En lo estrictamente deportivo, la pugna por alcanzar los límites de la escalada en roca ha alcanzado “niveles que no favorecen la salud mental, igual que ocurre con tantos otros deportes. Creo que la salud y el alto rendimiento están reñidos y la escalada es una actividad muy, muy obsesiva”, reconoce Iker. “Hacer la Chamonix-Zermatt con esquís en un puñado de horas como Védrines me encantaría, pero prefiero hacerla lentamente y con mis amigos. Lo disfruto más, me llevo algo enriquecedor. El alpinismo romántico del pasado, más lento, tiene un gran valor que empieza a perderse”, juzga Eneko.

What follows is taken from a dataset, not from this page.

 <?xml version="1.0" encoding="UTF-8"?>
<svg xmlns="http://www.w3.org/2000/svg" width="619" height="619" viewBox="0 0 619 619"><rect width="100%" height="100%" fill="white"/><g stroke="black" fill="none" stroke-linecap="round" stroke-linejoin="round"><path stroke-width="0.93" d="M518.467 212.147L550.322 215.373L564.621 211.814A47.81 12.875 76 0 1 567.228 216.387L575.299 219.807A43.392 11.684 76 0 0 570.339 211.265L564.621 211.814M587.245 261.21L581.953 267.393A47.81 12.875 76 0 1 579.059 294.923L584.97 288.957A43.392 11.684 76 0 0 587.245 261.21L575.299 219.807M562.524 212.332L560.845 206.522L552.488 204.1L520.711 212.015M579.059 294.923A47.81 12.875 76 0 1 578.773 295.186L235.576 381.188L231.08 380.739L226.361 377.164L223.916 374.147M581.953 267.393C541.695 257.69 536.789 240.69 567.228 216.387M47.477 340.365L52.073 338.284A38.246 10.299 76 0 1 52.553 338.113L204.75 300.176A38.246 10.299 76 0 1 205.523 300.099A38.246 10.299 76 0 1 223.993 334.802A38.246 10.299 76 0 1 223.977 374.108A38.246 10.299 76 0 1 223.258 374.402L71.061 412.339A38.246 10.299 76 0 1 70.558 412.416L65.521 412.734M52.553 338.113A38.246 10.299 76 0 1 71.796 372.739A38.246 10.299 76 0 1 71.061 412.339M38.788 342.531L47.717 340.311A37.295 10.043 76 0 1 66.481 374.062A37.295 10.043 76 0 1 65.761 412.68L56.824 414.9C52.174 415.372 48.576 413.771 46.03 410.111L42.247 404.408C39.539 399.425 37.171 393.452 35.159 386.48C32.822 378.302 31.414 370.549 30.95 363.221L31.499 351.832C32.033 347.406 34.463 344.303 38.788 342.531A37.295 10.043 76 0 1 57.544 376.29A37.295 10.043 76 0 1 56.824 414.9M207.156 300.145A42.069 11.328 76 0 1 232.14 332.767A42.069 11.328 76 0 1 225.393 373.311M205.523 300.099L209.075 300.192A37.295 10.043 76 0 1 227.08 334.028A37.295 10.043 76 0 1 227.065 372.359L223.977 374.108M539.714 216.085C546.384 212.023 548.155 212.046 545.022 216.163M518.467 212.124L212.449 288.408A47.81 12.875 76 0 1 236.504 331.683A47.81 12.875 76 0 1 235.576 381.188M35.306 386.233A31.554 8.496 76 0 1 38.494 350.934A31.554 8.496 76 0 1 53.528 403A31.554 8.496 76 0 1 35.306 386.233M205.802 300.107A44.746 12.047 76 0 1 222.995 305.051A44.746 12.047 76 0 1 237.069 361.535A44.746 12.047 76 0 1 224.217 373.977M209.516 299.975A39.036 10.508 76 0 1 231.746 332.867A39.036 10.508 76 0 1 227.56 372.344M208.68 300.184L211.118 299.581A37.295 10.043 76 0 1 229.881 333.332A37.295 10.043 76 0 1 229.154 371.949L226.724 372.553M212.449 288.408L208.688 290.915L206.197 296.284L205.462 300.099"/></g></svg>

A la hora de las conclusiones, ambos hermanos reconocen que han ganado mucho con su asociación, al tiempo que entienden que su camino monotemático les ha impedido recorrer muchos otros senderos. “He sido muy egoísta y lo sigo siendo en mi vida de montaña. Es más, creo que hay que serlo para ser alpinista, pero sé que muchas cosas en mi vida cojean por la dedicación a la montaña”, se sincera Eneko. Con la llegada de los 50 ambos asumen una realidad, la misma que ha detenido en seco tantas carreras de alpinistas: “nos hemos dado cuenta de que no estamos dispuestos a aguantar la presión que hemos sufrido durante años: que los Pou tengan que estar haciendo cosas jugándose el pellejo a menudo. Ya no nos interesa. Estamos entre dos mundos: aún podemos hacer cosas interesantes, pero ya no podemos estar jugándonos la vida alegremente. Lo difícil es mantener el equilibrio entre la pasión y las necesidades de lo cotidiano”, resume Iker.